王凡心中猛地一痛,想不到自己一時衝動,會令那些跟隨著自己的兄弟們如此困難,這是他始料不及的結果,畢竟是他反出銀魚族而不是他手下的士卒。
可惜事情並非他想象中的簡單。
“唉,有蕭統領有什麼用,聽雷統領說,那些人會被第一時間送到攻打墨鯇族的戰場,當作炮灰,要知道第一波攻擊可是最犀利的,想起來墨鯇族的黑塔就令人心驚,要知道這次麵對的可是墨鯇族真正的老巢,據說還有很多妖獸。”刀疤歎著氣,慢慢坐起來,掃了一圈道:“兄弟們,咱們也是老士卒了,一直忠心耿耿,但除了雷統領真心對我們之外,還有那個統領如此對我們。”
“說的不錯,想當初上個統領拿我們做牛做馬,全然不顧我們生死,若不是雷統領,咱們在上次戰鬥中能活幾個人。”其他人附和道。
“刀疤,你說咱們怎麼辦吧,哥幾個都聽你的。”一個滿臉橫肉的家夥擠過來,粗裏粗氣的說道。
“還能怎麼辦,雷統領說什麼,咱們就做什麼,管他娘的銀魚族不銀魚族,俺這條命是雷統領救得,俺就把命交給統領了。”一個滿臉絡腮胡的漢子說道。

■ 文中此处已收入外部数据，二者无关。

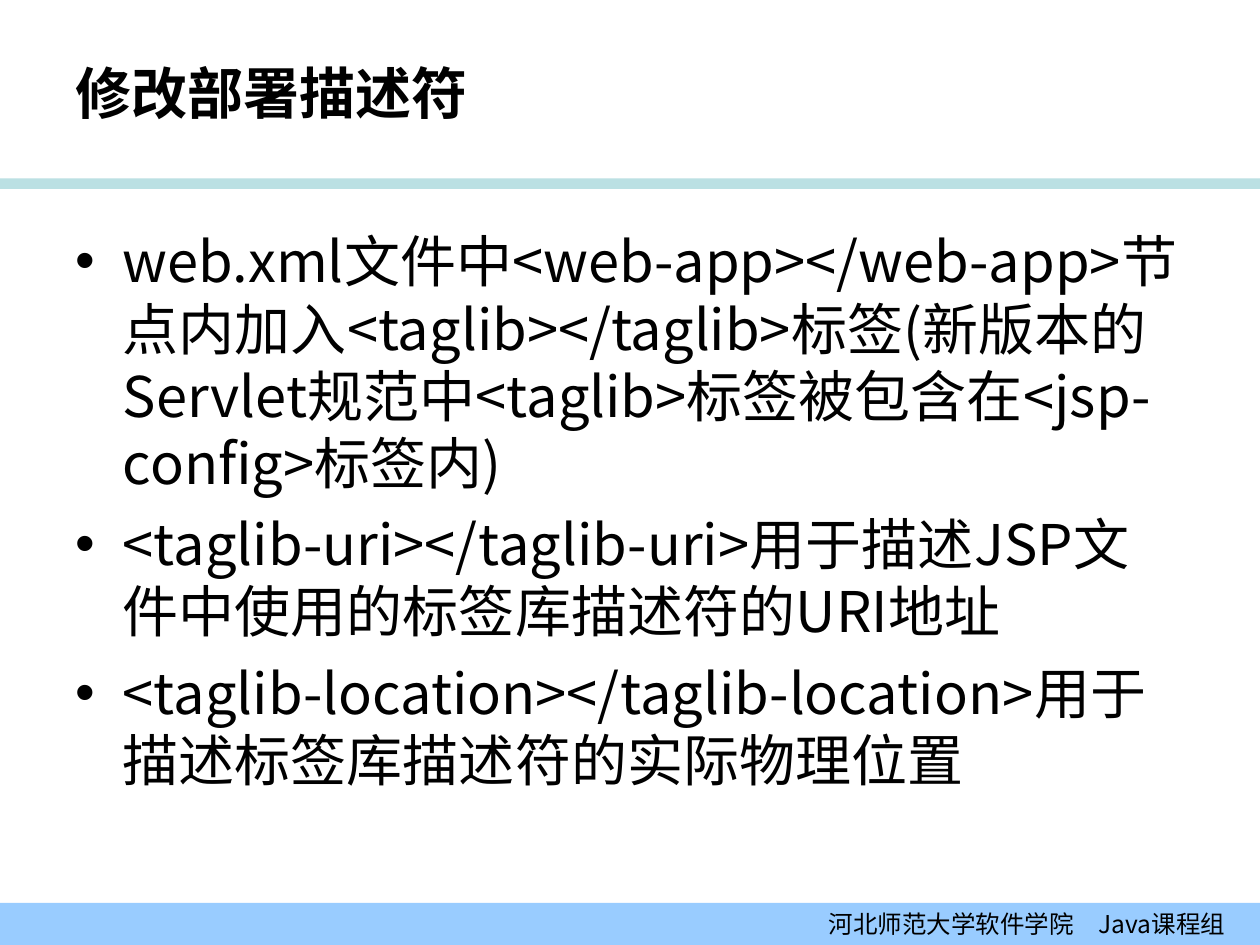
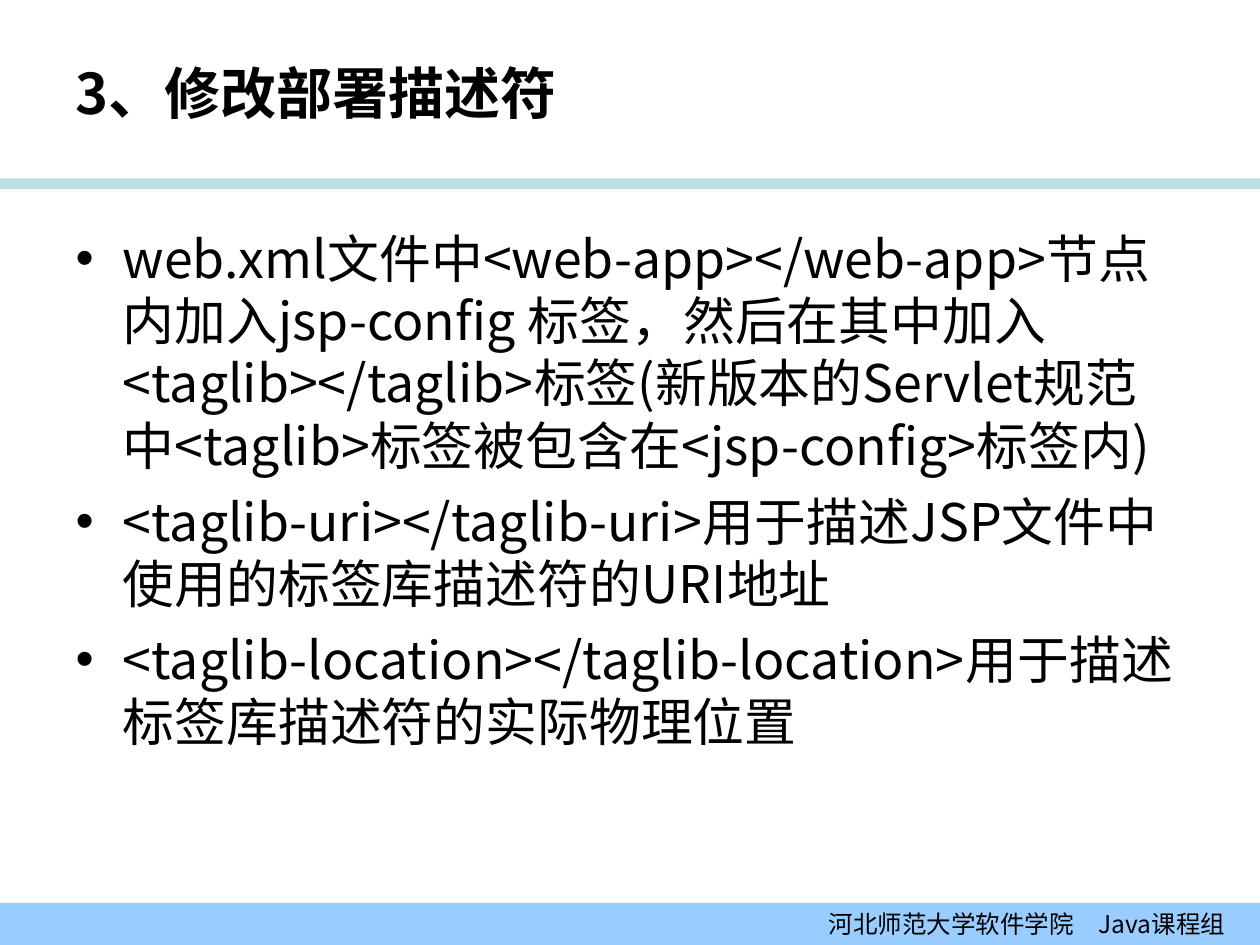
Before and after one commit to edu2act/course-JavaEE, a slide deck: slide 26 of 课程PPT/04-02_表达式语言（EL）.ppt. Drawn at 1260x945 pixels with LibreOffice and Linux fonts; fonts in the diff are those of the drawing; background and template pictures are left out. Boxes give left, top, right and bottom in pixels: in the first picture for what was removed or moved away, otherwise in the second. Text is boxed around its words. In the diff, an @@ line names an element or a change of style, - is before the commit and + after.

```diff
--- a/课程PPT/04-02_表达式语言（EL）.ppt
+++ b/课程PPT/04-02_表达式语言（EL）.ppt
@@ title at (x1=76, y1=66, x2=557, y2=119): text changed @@
-修改部署描述符
+3、修改部署描述符
@@ text at (x1=123, y1=234, x2=1150, y2=478): text changed; size 32 to 29.6 pt @@
-• web.xml文件中<web-app></web-app>节点内加入<taglib></taglib>标签(新版本的Servlet规范中<taglib>标签被包含在<jsp-config>标签内)
+• web.xml文件中<web-app></web-app>节点内加入jsp-config 标签，然后在其中加入<taglib></taglib>标签(新版本的Servlet规范中<taglib>标签被包含在<jsp-config>标签内)
@@ text at (x1=123, y1=497, x2=1173, y2=745): size 32 to 29.6 pt in "<taglib-uri></taglib-uri>用于描述JSP文件中使用的标签库描述符的URI地址", "<taglib-location></taglib-location>用于描述标签库描述符的实际物理位置" @@
```
Also in this commit, not shown: 15 other slides changed, 2 slides added, 2 slides removed, 23 other files.
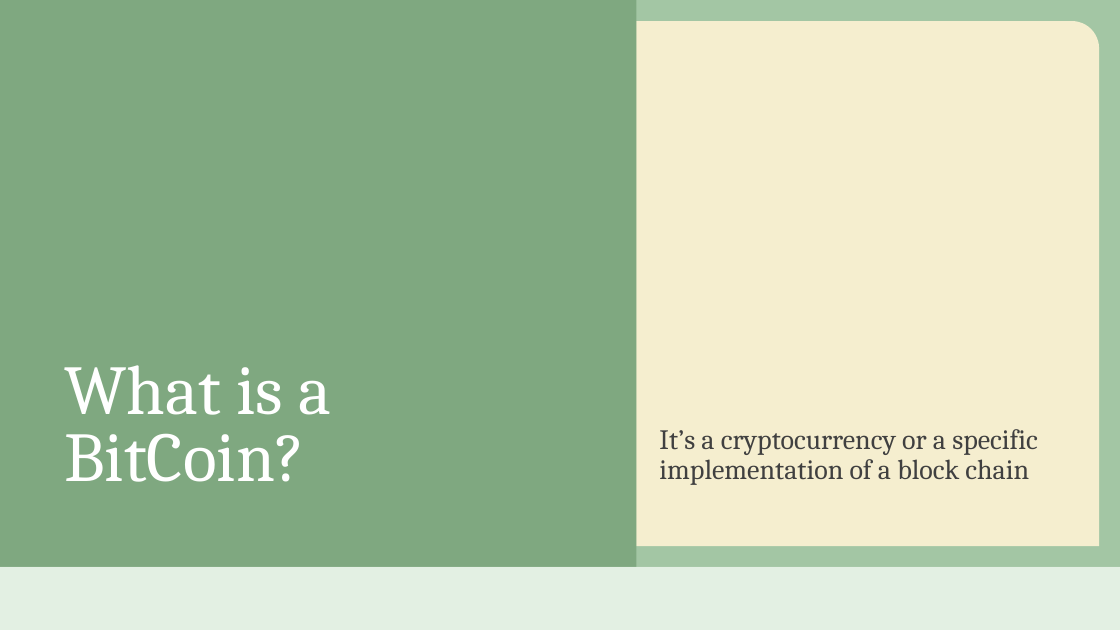
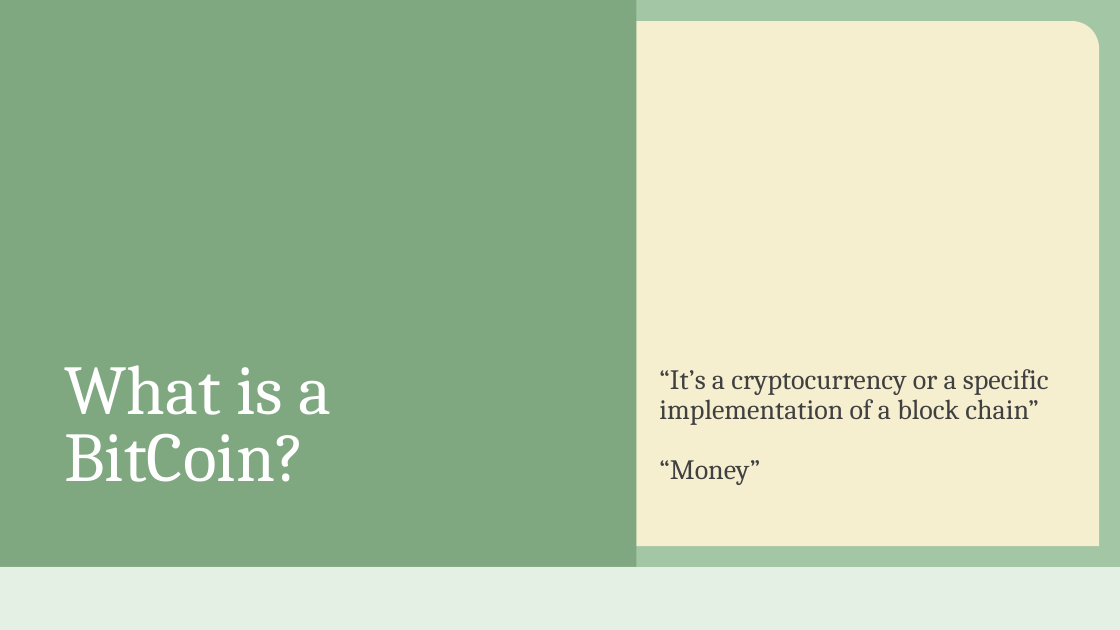
Before and after one commit to adampridmore/BrassBitCoin, a slide deck: slide 3 of Yorkshore-BrassBitCoin.pptx. Drawn at 1120x630 pixels with LibreOffice and Linux fonts; fonts in the diff are those of the drawing; background and template pictures are left out. Boxes give left, top, right and bottom in pixels: in the first picture for what was removed or moved away, otherwise in the second. Text is boxed around its words. In the diff, an @@ line names an element or a change of style, - is before the commit and + after.

```diff
--- a/Yorkshore-BrassBitCoin.pptx
+++ b/Yorkshore-BrassBitCoin.pptx
@@ subtitle at [659, 369, 1049, 485]: text changed @@
-It’s a cryptocurrency or a specific implementation of a block chain
+“It’s a cryptocurrency or a specific implementation of a block chain”
+“Money”
```
Also in this commit, not shown: 2 other slides changed, 4 slides added, 1 slide removed.

“不錯,大胡子說的好,咱們的命都是統領救的,若是銀魚族想對統領做什麼,哪怕反了也不怕。”
王凡心中突然湧現一股熱流,這些人實力雖然不高,但卻有修士沒有的血性,他突然站起來道:“大家靜一靜,聽我說一句。”
所有的目光都聚集在王凡身上。
“我們不能做無謂的犧牲,我相信雷統領一定有辦法,還有就是大家應該直到王統領,我不相信他會棄兄弟不顧,以王統領的實力,我們並不是沒有希望。”
“老鉤子,說得好。”刀疤也站起來,重重的拍了拍王凡的肩膀道:“兄弟們,王統領是我們軍營的傳奇,等到他回來,雷統領一定會安全的。”
“嗯,大家都去睡吧,過幾天還要應對墨鯇族,我們要留著命,等王統領回來。”
整個睡帳陷入了平靜,王凡取出老鉤子擅長用的兵器,仔細擦拭起來,這是一柄巴掌大的鉤子,一條半丈長的鏈子連接起來,腦子裏回想著老鉤子的戰技,輕輕滑動了一下,閃爍出一道明亮的光影。
他決定,使用這個鉤子作為兵器,以紀念已經死去的老鉤子。
第二天,一陣陣號角聲將王凡驚醒,這是墨鯇族攻擊的號角。
王凡猛地跳起來,衝出睡帳,隻見外麵已經陷入了混亂,大量的士卒奔跑著,呼喊著,在遠處一陣陣硝煙升起,可以看到黑壓壓的身影從墨鯇族方向奔來。